Use non-capturing groups (?: ... ) instead of capturing groups ( ... ). (when a pattern contains capture groups, re.findall returns only the capture groups content and not the whole match).
factorize your pattern from the left (the pattern is tested from left to right, a factorization from the left reduces the number of branches to test). With this in mind, this subpattern (?:per)? oral (?:ly)? \b | p \.? o \b \.? could be rewritten in this way: oral (?:ly)? \b | p (?: eroral (?:ly)? \b | \.? o \.?)
you can also factorize from the right when possible. It's not a great improvement but it reduces the pattern size.

回复收藏 0 原文

羁拥 2025-02-18 03:01:44

使用（？：。）？ TP在单词模式中找不到一个或一个时期。

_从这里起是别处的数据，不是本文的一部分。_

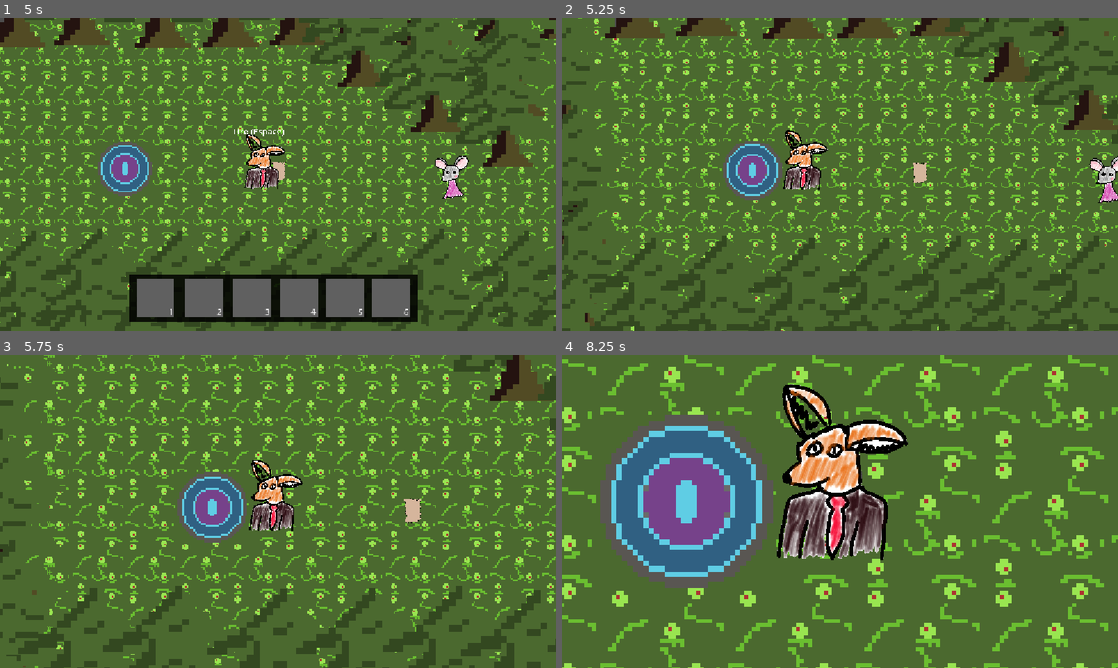
Above: before the commit, frames 1-4 (two rows, left to right).
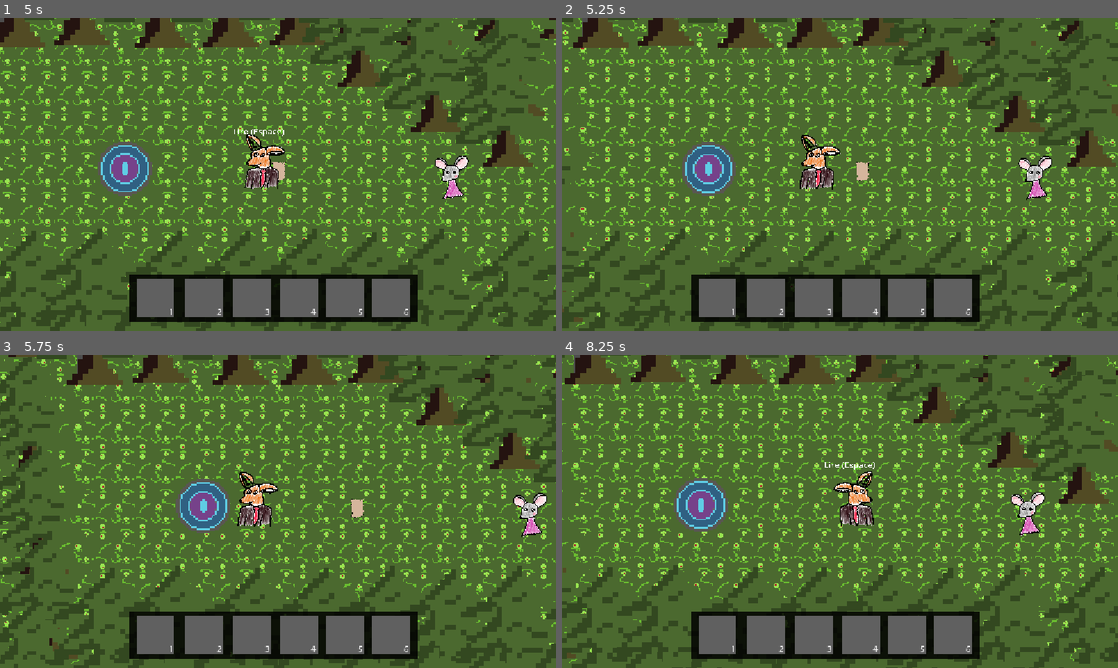
Above: after the commit, the same moments.

Repository: ygrecky/GameJam1
Game: Godot game, scene res://scenes/game_controller.tscn
The game is run twice, just before and just after one commit, with the same random seed, the same clock (stepped at 60 frames per second) and the same inputs.
Inputs (mouse positions are in pixels of both pictures, inside the frame that each line leads up to):
- Up to frame 1 (5 s): click (278, 215) at 0.5 s; hold Right (right) 1.28-2.03 s; hold Q (A) 1.28-2.03 s; hold Down (down) 2.03-2.78 s; tap E (E) at 2.1 s; hold Right (right) 2.78-3.53 s; hold 1 (Slot 1) 2.78-3.53 s; hold Up (up) 3.53-4.28 s; tap 2 (Slot 2) at 3.6 s; hold Left (left) from 4.28 s (still down); hold 3 (Slot 3) from 4.28 s (still down)
- Up to frame 2 (5.25 s): keep holding Left (left); release 3 (Slot 3) at 5.03 s; tap 4 (Slot 4) at 5.1 s
- Up to frame 3 (5.75 s): keep holding Left (left)
- Up to frame 4 (8.25 s): release Left (left) at 5.78 s; hold Down (down) 5.78-6.53 s; hold 5 (Slot 5) 5.78-6.53 s; hold Right (right) 6.53-7.28 s; tap 6 (Slot 6) at 6.6 s; hold Up (up) 7.28-8.03 s; hold Space (action_1) 7.28-8.03 s; hold Right (right) from 8.03 s (still down); tap Q (A) at 8.1 s

Frame 1 is identical in both runs. In frame 2, 48% of the frame differs, in the area x 0-100%, y 0-100%; in frame 3, 45%; in frame 4, 56%.

Commit message:
restart fixed

Diff:
--- a/scenes/game_controller.tscn
+++ b/scenes/game_controller.tscn
@@ -19,7 +19,6 @@
 [node name="Menu" parent="." unique_id=1638473399 instance=ExtResource("5_h843c")]
 
 [node name="Resart_boucle" parent="." unique_id=631673236 instance=ExtResource("3_h843c")]
-visible = false
 
 [node name="UI" type="Control" parent="." unique_id=1748935202]
 layout_mode = 3
--- a/scripts/aiguille_horloge.gd
+++ b/scripts/aiguille_horloge.gd
@@ -6,7 +6,7 @@
 # Called when the node enters the scene tree for the first time.
 func _ready() -> void:
 	Global.restart_boucle = false
-	visible = true
+	visible = false
 
 
 # Called every frame. 'delta' is the elapsed time since the previous frame.
@@ -19,7 +19,6 @@
 		set_position(Global.player.position)
 		Global.player.camera.zoom = Vector2(Global.player.camera.zoom.x*1.006, Global.player.camera.zoom.y*1.006)
 		if Global.player.camera.zoom.x > 2:
-			Global.inMenu = true
 			Global.restart_boucle = false
 			visible = false
 			Global.game_controller.restart_loop()
--- a/scripts/global.gd
+++ b/scripts/global.gd
@@ -6,7 +6,7 @@
 var lettre_grimoire = false
 var restart_boucle = true
 var speaker = ""
-var durée_boucle = 5
+var durée_boucle = 210
 
 
 func finir_le_jeu():
Not shown, added: assets/décor/panneau_baron.png.import
Not shown, added: assets/décor/panneau_bibliothèque.png.import
Not shown, added: assets/décor/panneau_forge.png.import
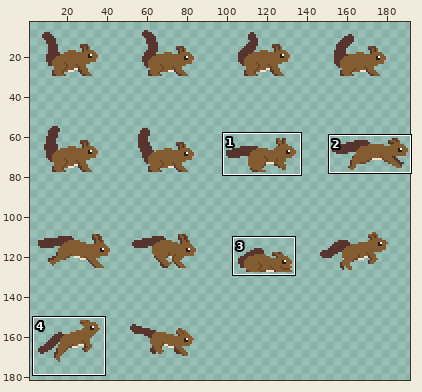
Sprite sheet: bnp/resources/sprites/squirrel/squirrel.png. Above: a wide view before the commit, with the close-up outlined.
Close-up. Before the commit:
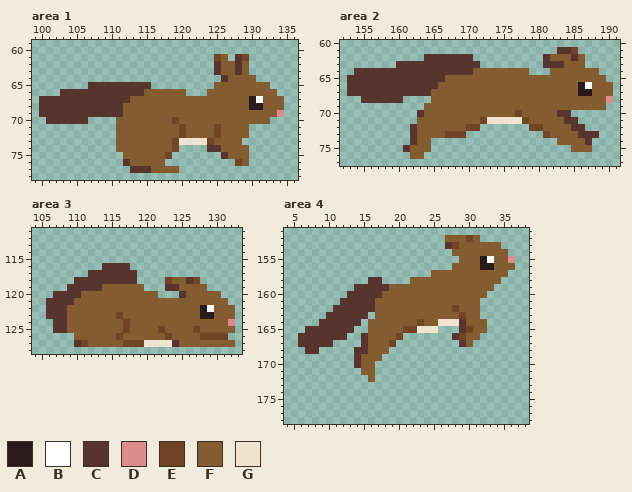
The file is 192x192 pixels. Shown: area 1: x 99..136, y 59..78; area 2: x 152..191, y 60..77; area 3: x 104..133, y 111..128; area 4: x 4..38, y 151..178. The wide view leaves out empty margins. The commit also changed other parts of the picture, which this record leaves out.
Palette (. is transparent): A #2a1a1a  B #ffffff  C #58342e  D #db8c8c  E #6f4526  F #835c32  G #f0e4d0
Pixels before, area 1, first column x 100:
61 .........................EF.CE.....
62 .........................CFFCF.....
63 .........................CFFCF.....
64 ..........................CFFFF....
65 .......CCCCCCCCC.........FFFFFFFF..
66 ...CCCCCCCCCCCCFFFFFF...FFFFFFFFFF.
67 CCCCCCCCCCCCCFFFFFFFFFFFFFFFFFABFFF
68 CCCCCCCCCCCCFFFFFFFFFFFFFFFFFFAAFFF
69 CCCCCCCCCCCCFFFFFFFFFFFFFFFFFFFFFFD
70 .CCCCCC....FFFFFFFFEFFFFFFFFFFFFF..
71 ...........FFFFFFFFFEFFFFEFFFF.....
72 ...........FFFFFFFFFEFFFFEFFFF.....
73 ...........FFFFFFFFEGGGGEFFFF......
74 ...........FFFFFFFFE....CCFFFF.....
75 ............FFFFFFE.......CFFF.....
76 ............CFFFFF..........EF.....
77 .............CCCFFFF...............
Pixels before, area 2, first column x 153:
61 ..............................CCE.....
62 ...........CCCCCCC..........CFFFCF....
63 .......CCCCCCCCCCCC.........CCCFFF....
64 .CCCCCCCCCCCCCCCCCFFFFFFFF...FFFFFFF..
65 CCCCCCCCCCCCCCFFFFFFFFFFFFFFFFFFFFFFF.
66 CCCCCCCCCCCCCFFFFFFFFFFFFFFFFFFFFABFFF
67 CCCCCCCCCCCCFFFFFFFFFFFFFFFFFFFFFAAFFF
68 ..CCCCCC....FFFFFFFFFFFFFFFFFFFFFFFFFD
69 ...........FFFFFFFFFFFFFFFFFFFFFFFFFF.
70 ..........CFFFFFFFFFFFFFEFFFFFCC......
71 ..........FFFFFFFFFEGGGGGEFFFFFCC.....
72 .........CFFFFFFFEE.......EEFFFFCC....
73 .........CFFFFEEE...........EFFFFCCC..
74 .........CFF..................FFFFC...
75 ........CFFF....................FFF...
76 .........FF...........................
Pixels before, area 3, first column x 106:
116 ........CCCC...............
117 ......CCCCCCC..............
118 ....CCCCCCCCC....EFFCE.....
119 ...CCCCCFFFFFF...CCFFFF....
120 .CCCCFFFFFFFFFFF...CFFFFF..
121 CCCCFFFFFFFFFFFFFFFFFFFFFF.
122 CCCFFFFFFFFFFFFFFFFFFFABFFF
123 CCCFFFFFFFEFFFFFFFFFFFAAFFF
124 .CCFFFFFFFFEFFFFFFFFFFFFFFD
125 .CCFFFFFFFFEFFFFEFFFFEFFFFF
126 ....FFFFFFEFFFFFFEFFFFEEEE.
127 ....CEFFFFFEEEGGGGCFFFFFFFF
Pixels before, area 4, first column x 6:
152 .....................FFFEF.....
153 .....................CEFFFFFF..
154 ......................FFFFFFFF.
155 .......................FFFABFFD
156 ......................FFFFAAFFF
157 ...................FFFFFFFFFFF.
158 ..........CC....FFFFFFFFFFFFF..
159 ........CCCCCFFFFFFFFFFFFFFF...
160 .......CCCCCFFFFFFFFFFFFFFF....
161 ......CCCCCFFFFFFFFFFFFFFF.....
162 .....CCCCCCFFFFFFFFFFFEFFF.....
163 ....CCCCCC.FFFFFFFFFFFFEFF.....
164 ...CCCCCC.FFFFFFFEFFGGGCFFF....
165 .CCCCCCC..FFFFFEEGGG...CEFF....
166 CCCCCCC..CFFFFE.......CEFF.....
167 CCCCC....CFFFE.........CF......
168 .CC.....CCFFF..................
169 ........CFFF...................
170 ........CFF....................
171 .........FF....................
172 ..........F....................
After the commit:
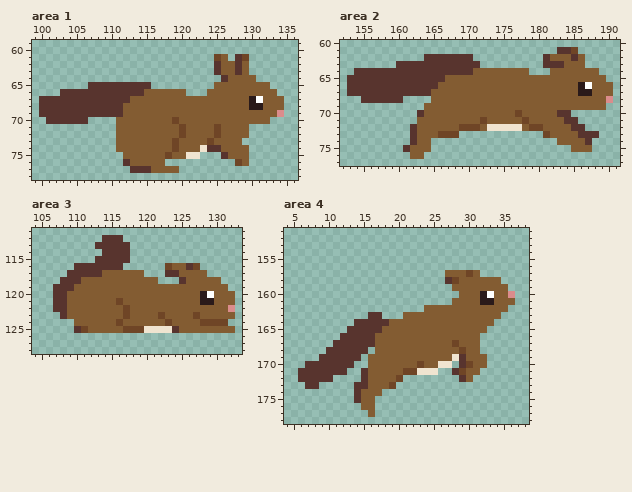
Diff:
Changed rows in their new state; - is an unchanged pixel.
Area 1:
first column x 119:
73 -FFFF
74 -FFFG
75 FFGG-
Area 2:
first column x 166:
71 -------FFFFF-
72 ---E--FGGGGGF
73 E--.---------
Area 3:
first column x 106:
112 --------CCC----------------
113 -------CCCCC---------------
114 --------CCCC---------------
115 -------CCCCC---------------
116 ----CCCC---.-----EFFCE-----
117 ---CCC--FFFFFF---CCFFFF----
118 --CC-FFFFFFFFFFF-..CFFFFF--
119 -CC-FFFF------FFFFF----FFF-
120 ---FF-----------FFFF--AB-FF
121 .--F------E-----------AA--F
122 .----------E----------FF--D
123 ..--------FE----E----EFF---
124 -...------EF-----E----EEEE.
125 -...CE------EEGGGGC--F-----
126 ----......................-
127 ----.......................
Area 4:
first column x 6:
152 ---------------------.....-----
153 ---------------------........--
154 ----------------------........-
155 -----------------------........
156 ----------------------.........
157 -------------------..---E-....-
158 ----------..----.....CE--------
159 --------..............------FF-
160 -------................---ABFFD
161 ------................----AAFFF
162 -----.............----F---FFFF-
163 ----......CC...--------F--FFF--
164 ---.....-CCCC----F--FFFF---F---
165 -......-CCCC---FFFFFFFFFF------
166 ......-CC-C---FFFFFFFFFF-------
167 .....CCCC-C--FFFFFFFFFEF-F-----
168 -..-CCCC--.--FFFFFFFFFFEFF-----
169 ---CCCCC-.--FFFFFFFFFFGCFFF----
170 -CCCCCCC..-FFFFFFEFFGG-CEFF----
171 CCCCCCC--C-FFFFEEGGG--CEFF-----
172 CCCCC----C-FFFE--------CF------
173 -CC-----CCFFFE-----------------
174 --------CFFF-------------------
175 --------CFF--------------------
176 ---------FF--------------------
177 ----------F--------------------
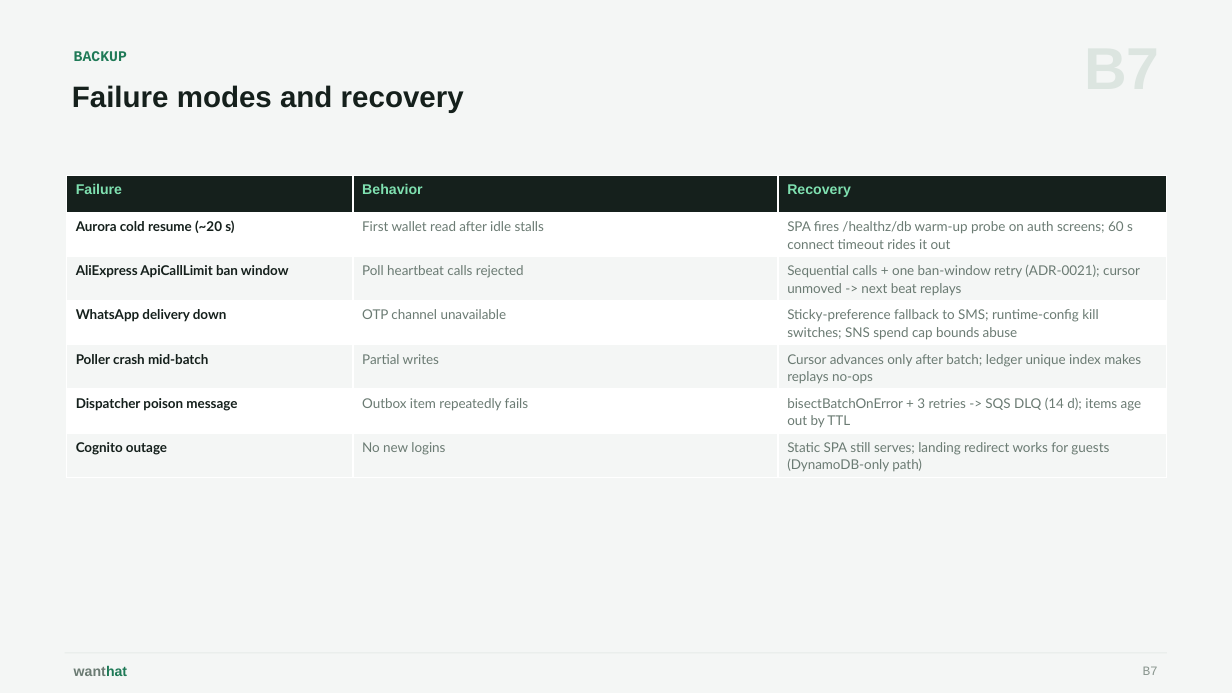
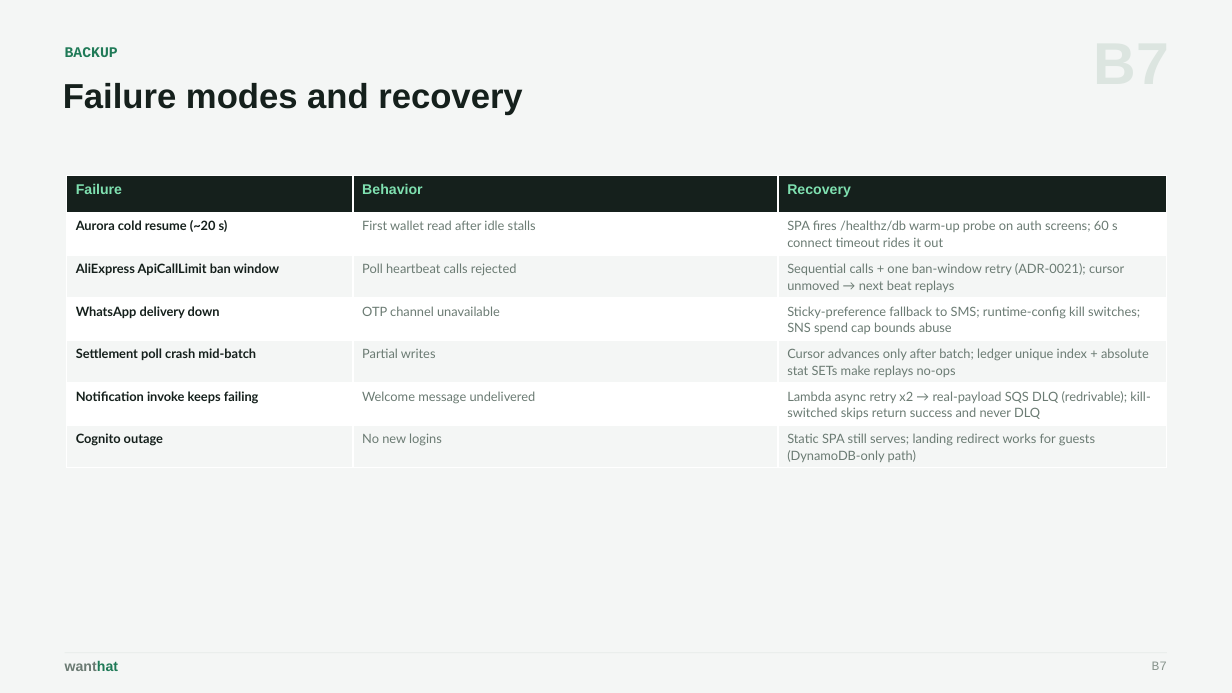
Before and after one commit to wanthat-app/monorepo, a slide deck: slide 21 of slides/wanthat-presentation.pptx. Drawn at 1232x693 pixels with LibreOffice and Linux fonts; fonts in the diff are those of the drawing. Boxes give left, top, right and bottom in pixels: in the first picture for what was removed or moved away, otherwise in the second. Text is boxed around its words. In the diff, an @@ line names an element or a change of style, - is before the commit and + after.

```diff
--- a/slides/wanthat-presentation.pptx
+++ b/slides/wanthat-presentation.pptx
@@ text "Failure modes and recovery" at (x1=63, y1=83, x2=522, y2=115): size 23 to 27 pt @@
@@ table at (x1=67, y1=176, x2=1166, y2=466) @@
-row 3, column 3: Sequential calls + one ban-window retry (ADR-0021); cursor unmoved -> next beat replays
+row 3, column 3: Sequential calls + one ban-window retry (ADR-0021); cursor unmoved → next beat replays
-row 5, column 1: Poller crash mid-batch
+row 5, column 1: Settlement poll crash mid-batch
-row 5, column 3: Cursor advances only after batch; ledger unique index makes replays no-ops
+row 5, column 3: Cursor advances only after batch; ledger unique index + absolute stat SETs make replays no-ops
-row 6: Dispatcher poison message | Outbox item repeatedly fails | bisectBatchOnError + 3 retries -> SQS DLQ (14 d); items age out by TTL
+row 6: Notification invoke keeps failing | Welcome message undelivered | Lambda async retry x2 → real-payload SQS DLQ (redrivable); kill-switched skips return success and never DLQ
@@ size 10.5 to 10 pt in "Aurora cold resume (~20 s)", "First wallet read after idle stalls", "SPA fires /healthz/db warm-up probe on auth ...", "AliExpress ApiCallLimit ban window" and 8 more places @@
@@ 3 texts moved together from (x1=74, y1=51, x2=1158, y2=676) to (x1=65, y1=47, x2=1167, y2=671) @@
```
Also in this commit, not shown: 19 other slides changed, 22 other files.

请注意，我发现IP或IP该模式匹配并不能在模式中排除模式，例如poip旁边的IP。

打印（“找到有或没有周期的单词的组合”）

  data="single intravenously intravenous IV oral PO intraperitoneal intraperitoneally i.p. ip"

matches=re.findall(r'[iI](?:\.)?[vV](?:\.)?|intravenous(?:ly)?|[pP](?:\.)?[oO](?:\.)?|peroral(?:ly)?|oral(?:ly)?|[iI](?:\.)?[pP](?:\.)?|intraperitoneal(?:ly)?',data)
print(matches)

输出：

['intravenously', 'intravenous', 'IV', 'oral', 'PO', 'intraperitoneal', 'intraperitoneally', 'i.p.', 'ip']

use (?:.)? tp find none or one period in the word pattern. Notice I found ip or i.p. The pattern matching does not exclude patterns within patterns, for example ip next to POip.

print ("find combinations of words with or without periods")

  data="single intravenously intravenous IV oral PO intraperitoneal intraperitoneally i.p. ip"

matches=re.findall(r'[iI](?:\.)?[vV](?:\.)?|intravenous(?:ly)?|[pP](?:\.)?[oO](?:\.)?|peroral(?:ly)?|oral(?:ly)?|[iI](?:\.)?[pP](?:\.)?|intraperitoneal(?:ly)?',data)
print(matches)

output:

['intravenously', 'intravenous', 'IV', 'oral', 'PO', 'intraperitoneal', 'intraperitoneally', 'i.p.', 'ip']

回复收藏 0 原文

~没有更多了~

关于作者

短叹

暂无简介

文章

28 人气

关注发私信

櫻之舞

文章 0 评论 0

关注

弥枳

文章 0 评论 0

关注

m2429

文章 0 评论 0

关注

寻找一个思念的角度

文章 0 评论 0

关注

野却迷人

文章 0 评论 0

关注

我怀念的。

文章 0 评论 0

友情链接

文江博客

在字符串中查找正则谱系的所有祖先

如果你对这篇内容有疑问，欢迎到本站社区发帖提问参与讨论，获取更多帮助，或者扫码二维码加入 Web 技术交流群。

发布评论

评论（2）

关于作者

相关话题

热门标签

推荐作者

櫻之舞

弥枳

m2429

寻找一个思念的角度

野却迷人

我怀念的。

友情链接

在字符串中查找正则谱系的所有祖先

如果你对这篇内容有疑问，欢迎到本站社区发帖提问 参与讨论，获取更多帮助，或者扫码二维码加入 Web 技术交流群。

发布评论

评论（2）

关于作者

相关话题

热门标签

推荐作者

櫻之舞

弥枳

m2429

寻找一个思念的角度

野却迷人

我怀念的。

友情链接

如果你对这篇内容有疑问，欢迎到本站社区发帖提问参与讨论，获取更多帮助，或者扫码二维码加入 Web 技术交流群。